Mortgage advice, made simple
Get clear advice before you apply.
Tell us about the property and expected letting route.
- FCA regulated, whole-of-market mortgage advice.
- No jargon and no pressure to proceed.
- We explain fees, risks and next steps before any application.
Your home may be repossessed if you do not keep up repayments on your mortgage. Some specialist or buy-to-let finance may not be regulated by the FCA.
How holiday let mortgages work
A holiday let mortgage is a specialist product for properties that will be rented on a short-term basis to holidaymakers rather than on a standard assured shorthold tenancy. The property must be furnished and available for letting for a minimum number of weeks per year.

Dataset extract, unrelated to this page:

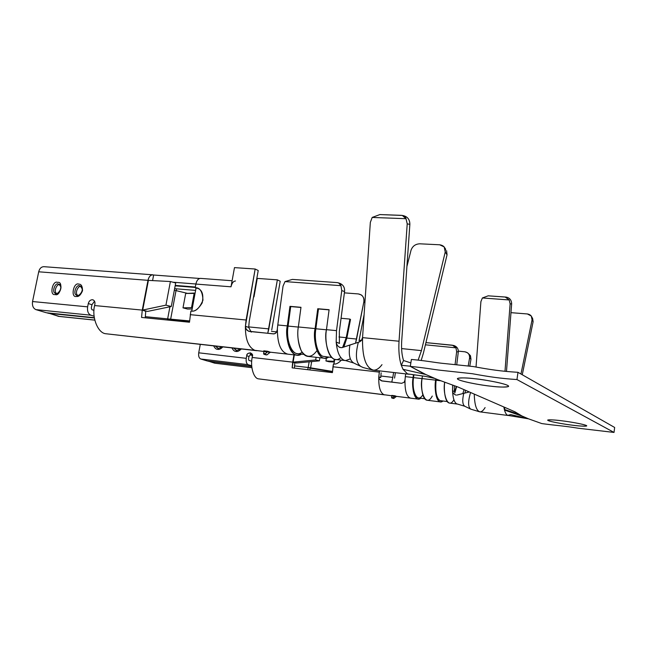 <?xml version="1.0" encoding="UTF-8"?>
<svg xmlns="http://www.w3.org/2000/svg" width="647" height="647" viewBox="0 0 647 647"><rect width="100%" height="100%" fill="white"/><g stroke="black" fill="none" stroke-linecap="round" stroke-linejoin="round"><path stroke-width="0.97" d="M381.997 364.657C379.296 368.329 376.505 370.173 373.626 370.181C365.846 368.094 362.158 357.249 362.555 337.629L361.301 340.629L358.325 342.328C355.057 355.235 355.987 363.331 361.115 366.631C355.987 363.331 355.057 355.235 358.325 342.328L349.906 344.997C348.377 354.556 349.679 360.581 353.812 363.048C349.679 360.581 348.377 354.556 349.906 344.997L342.004 347.649C338.834 347.682 336.893 345.813 336.173 342.037L336.513 330.641L341.762 290.568L340.945 285.675L285.02 281.591L283.038 286.136L277.789 324.98L287.325 325.894L289.953 306.346L300.976 307.301L298.348 326.961L315.121 328.579L317.75 308.74L329.08 309.873L318.478 308.959L315.857 328.773L326.452 329.792L315.857 328.773C313.852 340.726 317.871 355.308 323.265 356.376L331.644 357.459M256.851 350.698L105.299 333.682C97.648 332.518 91.639 317.062 94.608 305.554L94.883 304.171C95.198 302.092 94.591 300.661 93.055 299.868L92.4 299.715C94.341 300.168 95.166 301.648 94.883 304.171L94.608 305.554L142.267 310.099L147.985 280.329C148.77 276.892 150.339 275.056 152.692 274.805L153.638 275.015C150.969 274.425 149.085 276.196 147.985 280.329L38.707 271.797L147.985 280.329L142.267 310.099L94.608 305.554C91.639 317.062 97.648 332.518 105.299 333.682L256.738 350.698M145.761 311.304L145.235 317.806L145.761 311.304L142.267 310.099L141.564 317.442L142.267 310.099L142.696 310.115L148.414 280.337L147.985 280.329L148.414 280.337L142.704 310.067L165.939 305.149L170.396 281.534L148.406 280.377L170.396 281.534L165.939 305.149L171.277 306.5L175.701 282.965L170.396 281.534L175.701 282.965L171.277 306.5L147.589 311.409L142.267 310.099L145.761 311.304M325.959 356.675L323.265 356.376C317.871 355.308 313.852 340.726 315.857 328.773L318.478 308.959L317.75 308.74L329.097 309.711L317.75 308.74L315.121 328.579C312.323 338.882 317.887 364.293 328.692 357.136L324.802 358.284C315.647 357.823 313.277 337.249 315.121 328.579L298.348 326.961L300.976 307.301L289.953 306.346L287.325 325.894C284.478 336.036 290.382 361.131 301.559 354.135L297.523 355.243C288.012 354.742 285.456 334.434 287.325 325.894L277.789 324.98L277.102 331.005L275.339 333.431L274.037 333.884L249.427 331.458L247.073 330.302L246.159 329.113L245.431 326.201L246.103 320.006L255.161 269.015L258.226 270.511L249.241 321.236L248.666 327.447L249.241 321.236L258.226 270.511L255.161 269.015L245.407 326.201C245.286 339.23 248.408 347.269 254.781 350.318L263.96 351.491M170.889 319.998L167.646 318.874L169.926 306.783L167.646 318.874L145.227 316.658L167.646 318.874L167.411 320.022L167.646 318.874L170.638 319.238L176.016 290.608L174.318 290.317L176.016 290.608L170.638 319.238L189.522 320.92L167.646 318.874L170.889 319.998M271.724 330.027L280.2 281.235L277.369 279.852L267.761 333.318L268.828 328.894L248.674 326.897L268.828 328.894L277.369 279.852L257.255 278.396L255.225 289.896L254.845 289.597L255.225 289.896L253.988 296.868L257.255 278.396L277.369 279.852L280.2 281.235L271.724 330.027M455.294 394.856L456.192 395.107C453.976 394.476 452.754 393.02 452.528 390.748C452.892 398.148 454.331 402.547 456.839 403.93L457.623 404.092M441.125 400.736L439.992 400.59C436.418 398.156 435.116 391.37 436.094 380.234L436.24 379.021L436.094 380.234L440.93 380.8L436.094 380.234C435.116 391.37 436.418 398.156 439.992 400.59L447.206 401.561M384.908 394.896L258.363 378.835L384.431 394.84M310.188 368.183L309.848 369.947L310.188 368.183L308.19 367.496L309.145 361.819L308.19 367.496L294.466 365.887L308.19 367.496L307.729 369.696L308.19 367.496L310.617 367.836L311.668 361.576L310.617 367.836L332.469 371.427L310.617 367.836L308.19 367.496L310.188 368.183M394.565 378.091L395.406 372.696L394.565 378.091M294.822 362.87L294.393 368.119L294.822 362.87L292.703 362.134L293.94 354.847L292.703 362.134L252.176 357.459L292.703 362.134L292.153 367.852L294.328 354.888L293.091 362.134L315.679 359.958L316.124 357.314L315.679 359.958L319.392 360.848L319.909 357.734L319.392 360.848L296.439 363.016L292.703 362.134L294.822 362.87M381.156 372.85L380.711 377.622L381.156 372.85M464.878 406.3C462.5 404.763 462.128 400.444 463.77 393.336L457.057 395.05L463.77 393.336C462.128 400.444 462.5 404.763 464.878 406.3L470.798 409.163C467.983 407.214 467.902 401.65 470.555 392.486C467.902 401.65 467.983 407.214 470.798 409.163L479.637 411.815M469.358 391.961L463.77 393.336L469.358 391.961M485.088 407.57C483.414 410.408 481.748 411.848 480.074 411.872C476.499 410.999 474.558 405.071 474.251 394.088C474.558 404.982 476.475 410.902 480.001 411.872M405.014 379.975L404.165 382.264L401.633 383.315L381.997 380.97L379.36 379.126L378.802 376.886L379.36 379.126L381.229 380.776L401.633 383.315L404.165 382.264L405.014 379.967C404.771 390.804 406.631 396.862 410.586 398.148M259.948 379.037L258.363 378.835C253.624 378.285 250.163 366.558 252.176 357.459L252.37 356.376L250.68 352.914C248.238 352.93 246.919 353.869 246.725 355.721L246.264 358.333C245.868 361.673 246.491 363.776 248.116 364.665L200.724 358.996L207.275 360.961L251.748 366.307L207.275 360.961L200.724 358.996C199.001 358.123 198.33 356.06 198.726 352.809L200.263 344.406L198.726 352.809L246.264 358.333L246.725 355.721C246.45 351.766 254.004 352.615 252.37 356.376L252.176 357.459C250.163 366.558 253.624 378.285 258.363 378.835L383.995 394.719C380.234 392.761 378.495 386.817 378.786 376.886L379.304 372.122L332.979 366.776L333.448 363.929L332.412 372.615L332.979 366.776L379.304 372.122L379.506 370.868L378.786 376.886C378.495 386.817 380.234 392.761 383.995 394.719L391.839 395.77M391.742 395.39L394.945 395.794L391.742 395.39L391.831 395.899L391.742 395.39L392.761 395.867M394.993 395.827L396.425 396.352L391.831 395.899L391.589 397.428L391.831 395.899L394.67 396.263L393.117 397.622L394.977 395.794M391.742 382.134L392.826 377.411L391.742 382.134M432.261 396.061C425.475 409.122 419.345 388.701 422.062 378.568L422.394 375.923L422.062 378.568L435.666 380.145C433.927 387.925 436.499 406.445 442.944 401.027L440.607 401.941C435.374 401.609 434.493 386.696 435.666 380.145L422.062 378.568C420.882 385.07 421.836 399.895 427.214 400.25L440.607 401.941M468.242 365.781L469.56 358.09C469.779 354.605 468.242 352.51 464.926 351.798L458.335 351.135L464.926 351.798L467.474 352.752C469.204 354.2 469.9 355.979 469.56 358.09L468.242 365.781M453.911 345.571C456.984 346.598 458.448 348.773 458.286 352.089L456.782 364.415L458.286 352.089L456.661 351.604L455.949 347.835L425.402 344.811L455.949 347.835L452.447 345.207L425.936 342.611L453.571 345.441L455.949 347.835L456.661 351.604L455.108 364.277L456.661 351.604L458.286 352.089C458.497 349.057 457.203 346.929 454.429 345.708L453.571 345.441M468.104 353.294L470.442 355.672L470.976 359.206L469.811 366.016L470.976 359.206L469.56 358.09L470.976 359.206L470.442 355.672L467.886 353.084M405.321 376.627L405.669 373.869L405.321 376.627L413.101 377.524C411.33 385.208 414.112 403.566 420.825 398.245L418.383 399.134C412.907 398.762 411.913 383.995 413.101 377.524L405.321 376.627L405.006 379.967M413.101 377.524L413.441 374.791L413.101 377.524M435.666 380.145L435.827 378.843L435.666 380.145M333.973 363.97L334.378 361.503L325.934 360.961L329.088 361.762L334.297 361.997L329.088 361.762L325.934 360.961L333.876 361.317L334.224 359.182L333.876 361.317L334.378 361.503L334.734 359.344L333.973 363.97M240.627 348.903L236.753 350.512L233.591 348.126L236.834 350.528L236.074 351.418C234.546 351.467 233.163 350.31 231.941 347.94C233.163 350.31 234.546 351.467 236.074 351.418C237.522 351.806 239.261 350.998 241.282 348.976C239.261 350.998 237.522 351.806 236.074 351.418L236.753 350.512L240.805 348.927M217.853 348.337L215.33 346.088L218.492 348.466L217.715 349.34C216.219 349.396 214.877 348.248 213.68 345.902C214.877 348.248 216.219 349.396 217.715 349.34C219.139 349.728 220.845 348.919 222.835 346.921C220.845 348.919 219.139 349.728 217.715 349.34L218.411 348.45L222.39 346.873M251.634 353.561L248.974 356.465L248.513 359.061L248.974 356.465L251.634 353.561M506.488 371.402L511.648 303.864L510.127 303.864L504.992 371.273L510.127 303.864L509.189 299.949L482.379 297.968L480.899 301.648L476.03 367.011L480.899 301.648L482.379 297.968L509.189 299.949L505.226 297.062L488.194 295.825L482.379 297.968L488.178 295.825L505.994 297.078C509.65 297.757 511.534 300.014 511.648 303.864L506.488 371.402M503.843 406.971L504.328 409.397L505.032 407.489L504.328 409.397L519.436 414.484L504.328 409.397L504.498 410.069L504.328 409.397M454.396 391.564L454.291 385.677L454.396 391.564M454.42 391.532L452.528 390.748L452.633 385.07L452.528 390.748L454.445 391.548M378.794 376.886L380.735 377.622L378.802 376.886M393.594 372.486L392.826 377.411L380.8 376.004L392.826 377.411L393.594 372.486M341.373 360.128C338.373 363.274 335.728 364.544 333.448 363.929C335.728 364.544 338.373 363.274 341.373 360.128M332.412 372.615L292.153 367.852L332.412 372.615M215.152 363.226L208.237 361.075L214.602 363.153L251.893 367.666L214.958 363.218L251.893 367.682M246.725 355.721L248.974 356.465L246.725 355.721M248.116 364.665L251.707 365.79L248.116 364.665C246.491 363.776 245.868 361.673 246.264 358.333L198.726 352.809C198.33 356.06 199.001 358.123 200.724 358.996L248.116 364.665M251.723 361.244L248.885 360.33L248.513 359.061L248.885 360.33L251.723 361.244M251.764 366.477L208.205 361.236L251.764 366.477M462.831 393.57L464.053 389.656L462.831 393.57M456.636 386.534L454.833 392.972L456.636 386.534M453.927 399.757C447.627 410.845 442.516 392.131 444.715 382.183C443.68 388.912 444.756 402.863 449.633 403.081L457.211 404.043M465.597 390.327L464.934 393.044L465.597 390.327M456.839 403.93C454.323 402.539 452.892 398.14 452.528 390.715M520.956 374.015L532.069 319.812C532.36 316.537 530.799 314.579 527.402 313.957L510.976 312.663L527.402 313.957L531.292 316.043L532.069 319.812L520.956 374.015M532.618 318.405L533.112 321.721L522.266 374.759L533.112 321.721L532.069 319.812L533.112 321.721L532.618 318.405M510.742 414.598L507.758 415.374C506.464 414.856 505.38 413.093 504.498 410.069L523.31 416.579L504.498 410.069C505.38 413.093 506.464 414.856 507.758 415.374L528.55 418.844L521.967 416.005L528.55 418.844L510.742 414.598M409.211 374.281L407.489 373.893L403.041 369.332L425.799 374.516L410.311 366.404L411.387 359.449C425.993 360.767 433.862 362.385 441.634 363.25L473.256 366.55C490.887 369.769 500.948 371.249 517.98 372.316L614.65 427.465L614.027 432.431L578.297 428.233C563.642 425.815 555.708 425.516 541.782 423.575L528.55 418.844L541.782 423.575C555.708 425.516 563.642 425.815 578.297 428.233L614.027 432.431L614.65 427.465L517.98 372.316L516.969 379.563L614.027 432.431L516.969 379.563C499.937 378.398 489.86 376.91 472.213 373.699L440.575 370.278C432.803 369.397 424.925 367.787 410.311 366.404L423.429 373.497L437.243 379.449L458.141 387.084L514.996 411.824L521.967 416.005L514.996 411.824L458.141 387.084L437.243 379.449L425.799 374.516L403.041 369.332L401.302 365.28L403.55 360.525C401.844 355.243 401.229 348.733 401.706 341.009L409.858 224.355L407.214 223.87L399.037 341.236C398.455 350.747 399.207 358.762 401.302 365.28C399.207 358.762 398.455 350.747 399.037 341.236L362.555 337.629C362.142 357.063 365.781 367.908 373.456 370.173M562.728 420.914C555.878 419.968 550.88 419.668 547.742 420.024C546.367 421.132 565.268 424.408 571.35 425.055C578.167 426.017 583.27 426.333 586.659 426.001C588.228 424.917 568.939 421.569 562.728 420.914C568.43 421.585 582.858 423.922 586.352 425.5C588.673 426.915 577.132 425.855 571.35 425.055C565.793 424.383 552.109 422.184 548.203 420.59C545.324 419.11 556.655 420.081 562.728 420.914M475.044 378.762C482.298 379.474 501.635 382.587 507.62 385.369C512.052 387.949 497.802 387.084 490.369 386.13C483.341 385.402 465.347 382.539 458.723 379.765C453.361 377.112 467.126 377.767 475.044 378.762C466.98 377.735 461.141 377.63 457.526 378.438C455.262 380.59 482.5 385.523 490.369 386.13C498.4 387.189 504.425 387.335 508.437 386.55C511.146 384.464 483.147 379.344 475.044 378.762M332.445 371.831L310.673 368.256L332.445 371.831M326.403 358.123L325.934 360.961L326.403 358.123M292.8 362.158L296.747 362.991L319.392 360.848L315.679 359.958L293.091 362.134M509.189 299.949L510.127 303.864L511.648 303.864C511.534 300.014 509.65 297.757 505.994 297.078L505.226 297.062L509.189 299.949M422.831 394.864C416.247 405.548 411.185 386.494 413.546 377.622L413.894 374.839L413.546 377.622L422.062 378.608L413.546 377.622C412.43 383.703 413.368 397.598 418.52 397.954L424.667 398.722M454.582 392.26L456.248 386.388L454.582 392.26M250.122 354.338L252.427 355.785M252.419 355.478L251.505 353.585L252.419 355.478M217.861 348.337L215.532 346.113L218.411 348.45L222.204 346.857M236.147 350.391L233.793 348.143L236.147 350.391M392.68 398.293L391.589 397.428L393.117 397.622L391.694 397.954L393.805 398.431L392.826 398.099L393.805 398.431L395.996 396.724L393.829 398.439L392.68 398.293L393.829 398.439M395.996 396.724L396.595 396.368L395.996 396.724M394.929 396.255L395.932 396.571L394.929 396.255M392.826 398.099L393.117 397.622L391.589 397.428L391.694 397.954L392.826 398.099M393.02 382.288L391.831 381.835M345.611 360.605L344.042 360.258C339.707 358.042 337.087 351.952 336.173 342.004C337.095 351.968 339.715 358.042 344.042 360.258L345.627 360.605L350.35 358.859M265.416 351.556L263.79 350.828L267.688 351.256L263.79 350.828L263.96 351.515L263.79 350.828M267.761 351.305L270.454 352.227L267.769 351.305L267.413 351.895L263.96 351.515L263.612 353.48L263.96 351.515L267.413 351.895L265.464 353.691L267.729 351.264M232.111 280.741L200.433 278.372C198.184 278.639 196.664 280.539 195.887 284.065L195.216 287.697L196.049 288.036L192.353 307.972L195.046 293.414L185.681 293.447L194.221 293.075L191.512 307.657L192.353 307.972L191.779 311.053L192.353 307.972L191.512 307.657L182.996 307.851L187.557 309.064L192.167 308.967L187.557 309.064L182.996 307.851L191.512 307.657L194.221 293.075L195.046 293.414L196.041 288.036L195.216 287.697L195.887 284.065C196.712 280.41 198.281 278.517 200.594 278.388M189.49 322.222L190.889 311.013L189.49 322.222L141.564 317.442L189.49 322.222M355.543 343.177L356.578 339.044L346.849 338.074L343.872 347.027L346.849 338.074L356.578 339.044L363.849 301.825C364.261 297.353 362.433 294.725 358.365 293.932L344.39 292.865L358.365 293.932L361.301 294.943C363.517 296.714 364.366 299.011 363.849 301.825L355.543 343.177M339.351 331.401L339.408 343.444L339.351 331.401L344.56 291.562L339.351 331.401M339.327 283.24C343.08 284.502 344.827 287.276 344.56 291.562L341.762 290.568L336.513 330.641L326.468 329.671C324.632 338.397 326.921 359.085 335.93 359.522L345.781 360.622M350.52 319.489L346.849 338.074L350.52 319.489L349.898 319.076L350.52 319.489M359.045 340.613L364.107 314.644L359.045 340.613M340.807 357.589C329.986 367.253 323.363 340.662 326.468 329.671L329.097 309.711L326.468 329.671L336.513 330.641L336.173 342.037L339.489 343.428M316.601 351.086C311.361 358.042 306.274 358.009 301.34 350.989C297.984 342.433 296.981 334.426 298.348 326.961C296.488 335.55 298.971 355.963 308.344 356.448L324.802 358.284M176.372 290.697L176.445 288.829L176.372 290.697M152.571 280.596L153.638 275.015L199.672 278.461L153.638 275.015L152.571 280.596M152.692 274.805L43.737 266.669C41.19 266.871 39.516 268.586 38.707 271.797L32.544 301.534L87.628 306.848L88.291 303.54C88.995 301.081 90.37 299.804 92.4 299.715C90.37 299.804 88.995 301.081 88.291 303.54L91.947 304.745L91.292 308.037L91.947 304.745L94.535 301.219L91.947 304.745L88.291 303.54L87.628 306.848C87.102 311.102 88.17 313.884 90.839 315.194L94.122 316.229L90.839 315.194L35.933 309.63C33.159 308.344 32.026 305.643 32.544 301.534L38.707 271.797C39.564 268.465 41.303 266.766 43.923 266.685M76.435 296.439C70.288 297.976 73.596 281.631 78.902 284.179C81.247 284.057 82.46 286.241 82.533 290.729C80.689 295.056 78.651 296.957 76.435 296.439C78.651 296.957 80.689 295.056 82.533 290.729C82.46 286.241 81.247 284.057 78.902 284.179C73.596 281.631 70.288 297.976 76.435 296.439L77.632 295.388C80.721 297.402 84.854 286.645 80.333 286.039L79.549 285.861C76.419 283.871 72.359 294.676 76.888 295.218L76.888 295.218C72.359 294.676 76.419 283.871 79.549 285.861L80.333 286.039L82.096 288.659C83.099 291.805 78.522 296.407 77.454 295.347L76.435 296.439M55.141 294.498C49.148 296.027 52.456 279.892 57.615 282.399C63.641 280.814 60.333 297.054 55.141 294.498C60.333 297.054 63.641 280.814 57.615 282.399C52.456 279.892 49.148 296.027 55.141 294.498L56.362 293.463C59.387 295.453 63.446 284.769 59.014 284.227L58.279 284.065C55.213 282.1 51.234 292.824 55.658 293.309L55.658 293.309C51.234 292.824 55.213 282.1 58.279 284.065L59.014 284.227L60.689 286.605C62.031 288.756 57.551 294.587 56.176 293.431L55.141 294.498M108.866 334.078L254.781 350.318C248.408 347.269 245.286 339.23 245.407 326.201L248.707 327.447L251.279 332.154M253.81 295.42L253.988 296.868L253.81 295.42M235.484 280.992C233.349 281.146 231.861 283.087 231.011 286.807L234.481 267.615L255.161 269.015L234.481 267.615L231.011 286.807L195.887 284.065L231.011 286.807C231.844 283.127 233.308 281.194 235.427 280.992M195.337 287.017L175.248 285.416L195.337 287.017M195.904 284.001L172.886 282.205L195.904 284.001M253.559 296.827L253.988 296.868L253.559 296.827M195.265 287.438L175.167 285.828L195.265 287.438M174.633 288.683L195.604 290.39L174.633 288.683M246.103 320.006L190.218 314.668L246.103 320.006M195.216 287.697C199.963 287.47 202.551 291.635 202.964 300.2C199.454 308.441 195.426 312.04 190.889 311.013C194.521 311.935 198.281 309.234 202.188 302.901C203.797 294.975 202.309 290.115 197.731 288.319L195.216 287.697M59.265 316.383L47.943 312.93L58.788 316.391L94.785 320.136M46.414 312.768L35.933 309.63L46.414 312.768L94.308 317.685L46.414 312.768M93.985 310.374L91.931 309.703L91.292 308.037L91.931 309.703L93.985 310.374M94.777 320.079L58.052 316.262L94.777 320.079M94.357 317.984L47.886 313.213L94.357 317.984M32.544 301.534C32.026 305.643 33.159 308.344 35.933 309.63L90.839 315.194C88.17 313.884 87.102 311.102 87.628 306.848L32.544 301.534M362.166 295.663L361.697 295.234M248.683 327.439L245.431 326.201L246.159 329.113L248.488 331.224L273.374 333.884L275.339 333.431L276.406 332.404L277.385 329.355C277.434 344.018 280.919 352.283 287.866 354.16M277.789 324.98L283.038 286.136L285.02 281.591L292.395 279.399L337.038 282.602L292.395 279.399L285.02 281.591L340.945 285.675C340.645 283.847 339.343 282.82 337.038 282.602L338.64 282.925L340.945 285.675L341.762 290.568L344.56 291.562C344.891 287.745 343.42 285.052 340.144 283.475L338.68 282.941M364.924 302.61L363.849 301.825L364.924 302.61M406.914 266.483L411.047 250.187L406.914 266.483M403.105 215.637C407.529 216.575 409.777 219.479 409.858 224.355L401.706 341.009C401.229 348.733 401.844 355.243 403.55 360.525L410.853 362.91L403.55 360.525L401.302 365.28L410.344 366.21L401.302 365.28L403.041 369.332L407.489 373.893L425.451 376.36L435.01 378.487M418.156 360.064L421.432 350.617L401.593 348.587L421.432 350.617L445.233 251.99C445.759 247.841 443.907 245.439 439.685 244.784L419.774 243.806C415.439 244.024 412.527 246.151 411.047 250.187C412.527 246.151 415.439 244.024 419.774 243.806L439.685 244.784L444.198 246.919L445.233 251.99L421.432 350.617L418.156 360.064M446.584 250.656L447.045 254.821L423.429 353.019L421.205 360.403L423.429 353.019L447.045 254.821L445.233 251.99L447.045 254.821L446.584 250.656M399.037 341.236L407.214 223.87L406.009 218.702L372.187 217.441L370.335 222.398L362.555 337.629L399.037 341.236M362.555 337.629L370.335 222.398L372.187 217.441L406.009 218.702C405.418 216.616 403.865 215.5 401.35 215.338L379.87 214.569L372.187 217.441L379.87 214.569L402.329 215.443L406.009 218.702L407.214 223.87L409.858 224.355C409.866 219.818 407.812 216.939 403.688 215.718L402.58 215.491M185.681 293.447L182.996 307.851L185.681 293.447M142.405 310.131L147.589 311.409L171.277 306.5L165.939 305.149L142.704 310.067M171.495 320.03L170.015 319.181L170.865 319.982L189.498 321.64L171.495 320.03M187.501 293.366L176.016 290.608L187.501 293.366M302.109 352.259C291.457 360.185 285.222 335.955 288.093 326.088L290.713 306.573L289.953 306.346L300.952 307.454L290.713 306.573L288.093 326.088L298.332 327.075L288.093 326.088C286.338 334.119 288.74 353.23 297.693 353.707L303.872 354.394M341.066 318.275L349.898 319.076L341.066 318.275M338.963 336.958L346.218 337.677L349.898 319.076L346.218 337.677L338.963 336.958M342.611 347.447L346.218 337.677L342.611 347.447M56.596 293.431C53.183 291.546 57.211 283.402 59.678 284.64C57.211 283.402 53.183 291.546 56.596 293.431M77.818 295.364C74.235 293.406 78.481 285.068 80.988 286.443C78.481 285.068 74.235 293.406 77.818 295.364M56.362 293.463L55.658 293.309L56.362 293.463M77.632 295.388L76.888 295.218L77.632 295.388M196.049 288.036L198.047 288.457L196.041 288.036M265.537 354.758L263.806 354.184L263.612 353.48L265.464 353.691L265.181 354.338L263.806 354.184L266.831 354.904L265.181 354.338L266.831 354.904L269.653 352.68L266.879 354.92L265.537 354.758M269.653 352.68L270.503 352.235L269.653 352.68M269.443 352.486L267.818 351.911L269.443 352.486M265.181 354.338L265.464 353.691L263.612 353.48L263.806 354.184L265.181 354.338M339.44 343.403L336.173 342.037C336.44 344.487 337.669 346.299 339.853 347.479L342.004 347.649L359.692 341.834L361.301 340.629L362.53 337.637M410.311 366.404C424.925 367.787 432.803 369.397 440.575 370.278L472.213 373.699C489.86 376.91 499.937 378.398 516.969 379.563L517.98 372.316C500.948 371.249 490.887 369.769 473.256 366.55L441.634 363.25C433.862 362.385 425.993 360.767 411.387 359.449L410.311 366.404M464.845 406.284L457.534 404.076M410.651 398.148L396.546 396.368M410.716 398.164L418.383 399.134M276.722 331.903L271.465 331.377M359.134 340.16L361.471 340.395M480.139 411.888L508.081 415.487M488.178 295.825L488.978 295.841M531.858 317.079L532.238 317.782M345.635 360.589L353.699 362.999M353.812 363.048L363.104 367.528L372.769 370.084M270.017 352.162L288.012 354.168M296.698 355.154L288.158 354.2M373.772 370.213L408.475 374.192M508.437 386.55L508.518 386M444.885 248.011L445.726 249.338M265.513 354.758L266.879 354.92"/></g></svg>

Lenders in this market assess income differently. Rather than a single annual rent figure, they look at projected weekly rates across peak, shoulder and off-peak seasons. Some lenders accept bookings evidence from platforms like Airbnb or Booking.com, while others use independent rental projections.
What qualifies as a furnished holiday let?
Rates and deposits
Holiday let mortgage rates are typically slightly higher than standard residential, reflecting the seasonal nature of the income. Expect:
- Fixed rates from around 5% upwards
- Deposits of 25% or more (75% LTV maximum)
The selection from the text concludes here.